Потому что такая грубая дырка в горле может спасти чью-нибудь неосторожную жизнь.
Эту трахеостому - под одноименный учебный фильм - нам провертели во всех местах по закону созвучия. Рассказывали, как мама сделала ее ребятенку столовым ножиком, и тот задышал. Еще одному везунчику прокрутили в туалете, штопором. Гвоздем делали, шилом, еще чем-то. Может быть, пальцем. Да мне-то что, я все равно не умею. Сделаешь - и не отпишешься.
Но вернемся к Империи Зла и Рейгану.
Берет наш доктор хитрую железяку с острым концом, трубку. На дворе 1984 год.
- Вот так, - показывает. - Вбиваете в горло, разворачиваются лепестки, для фиксации. И пациент дышит. Это у нас такую придумали! Ни у кого нет. Даже у американцев. Их полицейские, между прочим, обучены делать трахеостомию, в рамках неотложной помощи. Для спасения мирных граждан. И дыроколы у них есть, но только у нас теперь намного лучше.
- А надо им продать, - прошелестел вкрадчивый голос одного нашего товарища, который, как я уже рассказывал, украл аппарат "Электросон".
У доктора запотели очки. Он покачал головой и недоуменно расхохотался:
- Вы что? Во дает!... Нашли друзей!...
Голубой вагон
Доцент-фтизиатр был милейший субъект, имел фамилию Афанасьев.
Учил нас, если можно так выразиться, туберкулезу. Предмет был такой: Туберкулез.
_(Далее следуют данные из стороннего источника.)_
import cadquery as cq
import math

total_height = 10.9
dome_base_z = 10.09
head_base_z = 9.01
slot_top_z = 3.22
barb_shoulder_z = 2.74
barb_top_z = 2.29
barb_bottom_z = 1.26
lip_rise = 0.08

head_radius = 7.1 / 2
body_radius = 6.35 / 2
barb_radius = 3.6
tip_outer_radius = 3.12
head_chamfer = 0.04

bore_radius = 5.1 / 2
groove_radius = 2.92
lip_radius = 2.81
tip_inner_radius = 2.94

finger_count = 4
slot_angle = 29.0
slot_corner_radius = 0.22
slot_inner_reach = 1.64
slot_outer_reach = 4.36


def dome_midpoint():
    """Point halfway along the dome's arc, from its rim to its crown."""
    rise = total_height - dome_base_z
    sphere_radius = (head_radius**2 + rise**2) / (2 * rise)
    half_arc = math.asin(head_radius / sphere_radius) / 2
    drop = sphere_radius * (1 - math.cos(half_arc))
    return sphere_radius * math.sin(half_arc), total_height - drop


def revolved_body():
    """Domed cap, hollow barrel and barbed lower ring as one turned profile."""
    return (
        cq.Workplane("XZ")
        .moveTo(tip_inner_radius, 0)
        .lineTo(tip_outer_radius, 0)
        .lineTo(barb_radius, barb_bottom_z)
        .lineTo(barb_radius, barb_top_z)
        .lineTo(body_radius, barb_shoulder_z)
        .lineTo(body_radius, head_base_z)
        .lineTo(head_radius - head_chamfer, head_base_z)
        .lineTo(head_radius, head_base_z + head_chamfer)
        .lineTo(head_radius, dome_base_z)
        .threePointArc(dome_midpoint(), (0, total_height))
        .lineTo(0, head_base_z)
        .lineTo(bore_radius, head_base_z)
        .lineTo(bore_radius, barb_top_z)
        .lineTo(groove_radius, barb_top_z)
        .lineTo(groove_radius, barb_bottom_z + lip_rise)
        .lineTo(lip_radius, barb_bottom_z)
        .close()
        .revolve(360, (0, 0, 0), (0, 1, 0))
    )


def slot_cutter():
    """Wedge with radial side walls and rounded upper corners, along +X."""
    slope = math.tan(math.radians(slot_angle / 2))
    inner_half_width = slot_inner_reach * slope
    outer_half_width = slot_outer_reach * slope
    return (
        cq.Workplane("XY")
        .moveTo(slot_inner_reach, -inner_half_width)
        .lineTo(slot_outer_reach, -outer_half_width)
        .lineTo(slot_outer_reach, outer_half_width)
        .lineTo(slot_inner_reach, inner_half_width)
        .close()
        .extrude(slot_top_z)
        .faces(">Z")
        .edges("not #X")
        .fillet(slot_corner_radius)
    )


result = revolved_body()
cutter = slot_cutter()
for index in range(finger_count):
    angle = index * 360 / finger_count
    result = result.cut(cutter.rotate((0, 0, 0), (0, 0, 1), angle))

Мы все вздрагивали: вдруг научимся? Тем более, что завкафедрой нам намекала на лекции: "При этом заболевании бывает покашливание... вот точно такое, как сейчас покашляли, на заднем ряду".
Хочется что-нибудь про доцента Афанасьева рассказать хорошее - и вроде как нечего, а жаль. Плохое-то всегда тут как тут.
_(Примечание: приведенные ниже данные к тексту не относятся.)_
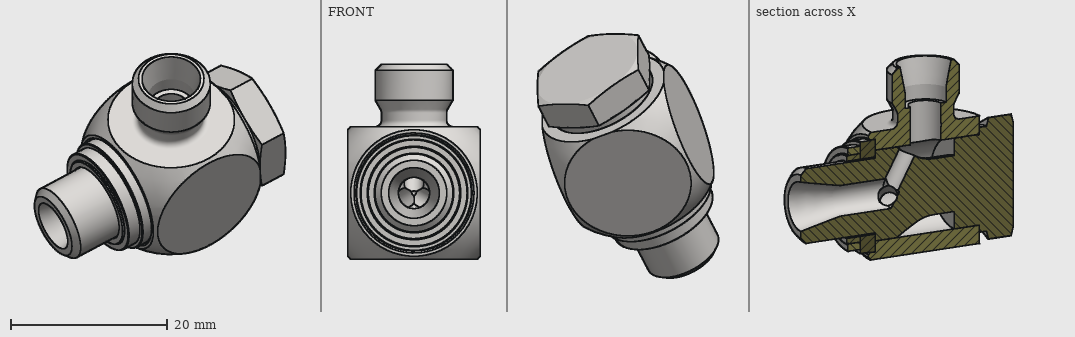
import cadquery as cq
import math


block_width = 17.0
half_width = block_width / 2
head_face_y = 8.0
port_face_y = -half_width
ball_diameter = 23.5
main_bore_diameter = 12.0
recess_depth = 1.0
recess_chamfer = 0.25
recess_floor_y = port_face_y + recess_depth

stub_top_z = 16.5
thread_diameter = 10.0
neck_diameter = 8.4
rim_chamfer = (thread_diameter - neck_diameter) / 2
stub_thread_bottom_z = 11.9
stub_undercut_angle = 30.0
neck_fillet = 0.8
pipe_seat_mouth_diameter = 7.5
pipe_seat_floor_diameter = 6.0
pipe_seat_depth = 5.5
pipe_seat_floor_z = stub_top_z - pipe_seat_depth
outlet_bore_diameter = 4.5
cone_half_angle = 12.0

edge_break = 0.1
ring_bore_diameter = 10.2
support_ring_diameter = 14.9
support_ring_end_y = -9.75
carrier_ring_diameter = 13.8
carrier_ring_end_y = -11.55
carrier_mouth_chamfer = 0.15
seal_ring_diameter = 11.7
seal_ring_end_y = -11.75

hex_width = 14.0
hex_height = 4.0
hex_chamfer_angle = 15.0
collar_height = 1.0
collar_diameter = hex_width
hex_bottom_y = head_face_y + collar_height
hex_top_y = hex_bottom_y + hex_height
bolt_tip_y = -18.5
groove_diameter = 7.5
groove_head_end_y = 4.2
groove_arc_start_y = 1.2
groove_arc_radius = 5.6
groove_cone_angle = 30.0
bolt_bore_diameter = 4.0
bolt_bore_mouth_diameter = 6.5
drill_tip_y = -3.95
drill_tip_half_angle = 59.0
cross_hole_diameter = 2.5
cross_hole_count = 3
cross_hole_edge_margin = 0.05


def sin(degrees):
    return math.sin(math.radians(degrees))


def cos(degrees):
    return math.cos(math.radians(degrees))


def tan(degrees):
    return math.tan(math.radians(degrees))


def turn_y(points):
    """Solid of revolution about Y from an outline of (radius, y) points."""
    return cq.Workplane("XY").polyline(points).close().revolve(360, (0, 0), (0, 1))


def turn_z(points):
    """Solid of revolution about Z from an outline of (radius, z) points."""
    return cq.Workplane("XZ").polyline(points).close().revolve(360, (0, 0), (0, 1))


def outlet_stub():
    """Threaded stub with an undercut neck that blends into the housing top."""
    thread_radius = thread_diameter / 2
    neck_radius = neck_diameter / 2
    undercut_z = stub_thread_bottom_z - (thread_radius - neck_radius) / tan(stub_undercut_angle)
    tangent = neck_fillet * tan(stub_undercut_angle / 2)
    cone_end = (
        neck_radius + tangent * sin(stub_undercut_angle),
        undercut_z + tangent * cos(stub_undercut_angle),
    )
    return (
        cq.Workplane("XZ")
        .moveTo(0, stub_top_z)
        .lineTo(neck_radius, stub_top_z)
        .lineTo(thread_radius, stub_top_z - rim_chamfer)
        .lineTo(thread_radius, stub_thread_bottom_z)
        .lineTo(*cone_end)
        .tangentArcPoint((neck_radius, undercut_z - tangent), relative=False)
        .lineTo(neck_radius, half_width + neck_fillet)
        .tangentArcPoint((neck_radius + neck_fillet, half_width), relative=False)
        .lineTo(neck_radius + neck_fillet, main_bore_diameter / 2)
        .lineTo(0, main_bore_diameter / 2)
        .close()
        .revolve(360, (0, 0), (0, 1))
    )


def outlet_passage():
    """Conical pipe seat and the bore below it, down to the main bore."""
    mouth_radius = pipe_seat_mouth_diameter / 2
    floor_radius = pipe_seat_floor_diameter / 2
    bore_radius = outlet_bore_diameter / 2
    cone_depth = (mouth_radius - floor_radius) / tan(cone_half_angle)
    return turn_z([
        (0, stub_top_z),
        (mouth_radius, stub_top_z),
        (floor_radius, stub_top_z - cone_depth),
        (floor_radius, pipe_seat_floor_z),
        (bore_radius, pipe_seat_floor_z),
        (bore_radius, 0),
        (0, 0),
    ])


def main_passage():
    """Bolt bore with the chamfered recess for the support ring."""
    bore_radius = main_bore_diameter / 2
    recess_radius = support_ring_diameter / 2
    return turn_y([
        (0, head_face_y),
        (bore_radius, head_face_y),
        (bore_radius, recess_floor_y),
        (recess_radius, recess_floor_y),
        (recess_radius, port_face_y + recess_chamfer),
        (recess_radius + recess_chamfer, port_face_y),
        (0, port_face_y),
    ])


def make_housing():
    block = (
        cq.Workplane("XY")
        .box(block_width, head_face_y - port_face_y, block_width)
        .translate((0, (head_face_y + port_face_y) / 2, 0))
    )
    ball = cq.Workplane("XY").sphere(ball_diameter / 2)
    return block.intersect(ball).union(outlet_stub()).cut(outlet_passage()).cut(main_passage())


def make_support_ring():
    outer_radius = support_ring_diameter / 2
    inner_radius = ring_bore_diameter / 2
    return turn_y([
        (inner_radius, recess_floor_y),
        (outer_radius, recess_floor_y),
        (outer_radius, support_ring_end_y + edge_break),
        (outer_radius - edge_break, support_ring_end_y),
        (inner_radius, support_ring_end_y),
    ])


def make_carrier_ring():
    outer_radius = carrier_ring_diameter / 2
    inner_radius = seal_ring_diameter / 2
    return turn_y([
        (inner_radius, support_ring_end_y),
        (outer_radius, support_ring_end_y),
        (outer_radius, carrier_ring_end_y + edge_break),
        (outer_radius - edge_break, carrier_ring_end_y),
        (inner_radius + carrier_mouth_chamfer, carrier_ring_end_y),
        (inner_radius, carrier_ring_end_y + carrier_mouth_chamfer),
    ])


def make_seal_ring():
    outer_radius = seal_ring_diameter / 2
    inner_radius = ring_bore_diameter / 2
    return turn_y([
        (inner_radius, support_ring_end_y),
        (outer_radius, support_ring_end_y),
        (outer_radius, seal_ring_end_y),
        (inner_radius, seal_ring_end_y),
    ])


def hex_head():
    """Hexagon with corners at +Z and -Z, both ends trimmed by a shallow cone."""
    corner_radius = hex_width / 2 / cos(30)
    flat_radius = hex_width / 2
    corner_drop = (corner_radius - flat_radius) * tan(hex_chamfer_angle)
    prism = (
        cq.Workplane("XZ", origin=(0, hex_top_y, 0))
        .polygon(6, 2 * corner_radius)
        .extrude(hex_height)
        .rotate((0, 0, 0), (0, 1, 0), 90)
    )
    envelope = turn_y([
        (0, hex_top_y),
        (flat_radius, hex_top_y),
        (corner_radius, hex_top_y - corner_drop),
        (corner_radius, hex_bottom_y + corner_drop),
        (flat_radius, hex_bottom_y),
        (0, hex_bottom_y),
    ])
    return prism.intersect(envelope)


groove_arc_end_radius = groove_diameter / 2 + groove_arc_radius * (1 - cos(groove_cone_angle))
groove_arc_end_y = groove_arc_start_y - groove_arc_radius * sin(groove_cone_angle)


def bolt_shank():
    """Collar, two guide lands with the flow groove between them, and the thread."""
    collar_radius = collar_diameter / 2
    land_radius = main_bore_diameter / 2
    groove_radius = groove_diameter / 2
    thread_radius = thread_diameter / 2
    cone_end_y = groove_arc_end_y - (land_radius - groove_arc_end_radius) / tan(groove_cone_angle)
    return (
        cq.Workplane("XY")
        .moveTo(0, hex_bottom_y)
        .lineTo(collar_radius, hex_bottom_y)
        .lineTo(collar_radius, head_face_y + edge_break)
        .lineTo(collar_radius - edge_break, head_face_y)
        .lineTo(land_radius, head_face_y)
        .lineTo(land_radius, groove_head_end_y)
        .lineTo(groove_radius, groove_head_end_y)
        .lineTo(groove_radius, groove_arc_start_y)
        .tangentArcPoint((groove_arc_end_radius, groove_arc_end_y), relative=False)
        .lineTo(land_radius, cone_end_y)
        .lineTo(land_radius, recess_floor_y)
        .lineTo(thread_radius, recess_floor_y)
        .lineTo(thread_radius, bolt_tip_y + rim_chamfer)
        .lineTo(thread_radius - rim_chamfer, bolt_tip_y)
        .lineTo(0, bolt_tip_y)
        .close()
        .revolve(360, (0, 0), (0, 1))
    )


def bolt_bore():
    """Blind bore with a conical mouth and a drill-point end."""
    mouth_radius = bolt_bore_mouth_diameter / 2
    bore_radius = bolt_bore_diameter / 2
    cone_depth = (mouth_radius - bore_radius) / tan(cone_half_angle)
    return turn_y([
        (0, bolt_tip_y),
        (mouth_radius, bolt_tip_y),
        (bore_radius, bolt_tip_y + cone_depth),
        (bore_radius, drill_tip_y - bore_radius / tan(drill_tip_half_angle)),
        (0, drill_tip_y),
    ])


def cross_holes():
    """Slanted holes, square to the groove cone, that lead into the blind bore."""
    center_distance = cross_hole_diameter / 2 + cross_hole_edge_margin
    entry_radius = groove_arc_end_radius + center_distance * sin(groove_cone_angle)
    entry_y = groove_arc_end_y - center_distance * cos(groove_cone_angle)
    length_to_axis = entry_radius / cos(groove_cone_angle)
    axis_y = entry_y - entry_radius * tan(groove_cone_angle)
    hole = cq.Workplane(cq.Solid.makeCylinder(
        cross_hole_diameter / 2,
        length_to_axis + cross_hole_diameter,
        cq.Vector(0, axis_y, 0),
        cq.Vector(0, sin(groove_cone_angle), cos(groove_cone_angle)),
    ))
    spacing = 360 / cross_hole_count
    return [hole.rotate((0, 0, 0), (0, 1, 0), i * spacing) for i in range(cross_hole_count)]


def make_bolt():
    bolt = bolt_shank().union(hex_head()).cut(bolt_bore())
    for hole in cross_holes():
        bolt = bolt.cut(hole)
    return bolt


housing = make_housing()
bolt = make_bolt()
support_ring = make_support_ring()
carrier_ring = make_carrier_ring()
seal_ring = make_seal_ring()

result = cq.Compound.makeCompound([
    housing.solids().val(),
    bolt.solids().val(),
    support_ring.val(),
    carrier_ring.val(),
    seal_ring.val(),
])

Все ему было по светлому и солнечному сараю. Учил он нас очень добросовестно, все объяснял легко и просто, никого не тиранил, отметок не ставил. Объясняя какое-нибудь лечение, заканчивал с неизменной улыбкой и поднятым пальцем: "И... санитарно-гигиенический режим".
Повторяя это в пятый раз, торжествующе вставлял слово "конечно".
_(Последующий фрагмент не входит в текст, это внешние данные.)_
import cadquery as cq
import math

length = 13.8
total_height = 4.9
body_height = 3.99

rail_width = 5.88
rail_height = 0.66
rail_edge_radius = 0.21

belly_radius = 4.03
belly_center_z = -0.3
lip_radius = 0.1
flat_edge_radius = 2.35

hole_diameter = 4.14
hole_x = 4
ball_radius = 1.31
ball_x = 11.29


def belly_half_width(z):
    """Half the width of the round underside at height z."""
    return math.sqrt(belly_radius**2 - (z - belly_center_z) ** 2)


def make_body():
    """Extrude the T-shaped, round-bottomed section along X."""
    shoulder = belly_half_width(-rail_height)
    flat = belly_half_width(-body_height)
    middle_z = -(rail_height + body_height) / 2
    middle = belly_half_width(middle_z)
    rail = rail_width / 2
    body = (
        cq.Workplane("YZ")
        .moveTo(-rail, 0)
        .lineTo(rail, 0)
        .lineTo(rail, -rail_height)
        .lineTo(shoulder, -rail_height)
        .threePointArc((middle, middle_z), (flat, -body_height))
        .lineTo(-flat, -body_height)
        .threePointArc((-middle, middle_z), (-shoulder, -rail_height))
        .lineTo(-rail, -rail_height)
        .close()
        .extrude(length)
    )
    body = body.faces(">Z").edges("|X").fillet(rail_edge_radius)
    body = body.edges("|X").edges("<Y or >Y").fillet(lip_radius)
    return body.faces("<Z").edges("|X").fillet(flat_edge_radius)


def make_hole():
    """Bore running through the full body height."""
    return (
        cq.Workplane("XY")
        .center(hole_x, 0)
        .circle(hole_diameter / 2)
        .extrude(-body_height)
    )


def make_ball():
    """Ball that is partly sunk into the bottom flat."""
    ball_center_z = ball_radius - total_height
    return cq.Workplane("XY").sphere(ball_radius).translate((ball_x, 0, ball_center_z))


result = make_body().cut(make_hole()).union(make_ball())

После чего расплывался еще радостнее, совсем сыто. Он знал, что нам до этого режима. И какой вокруг режим.
И, конечно, на отвлеченные темы любил порассуждать.
В апреле 1985 года Генеральный Горби учинил пленум, где поставил задачи. Туберкулез каким-то образом стал поводом их обсудить.
- Они собираются сделать революцию, - ласково улыбался Афанасьев. Ему было видно нечто покойное и тихое, далекое от всех революций. - Революцию. Вы знаете, что у нас в 17-м году была революция? Ну вот.
Потом, после очередной политинформации, сказал еще так:
- Я не понимаю, зачем важных деятелей провожают в аэропорту. Вот я, например, поехал бы на вокзал - вы меня станете провожать? Да мне и не надо. Ну, может быть, чемодан донести, кому-то одному.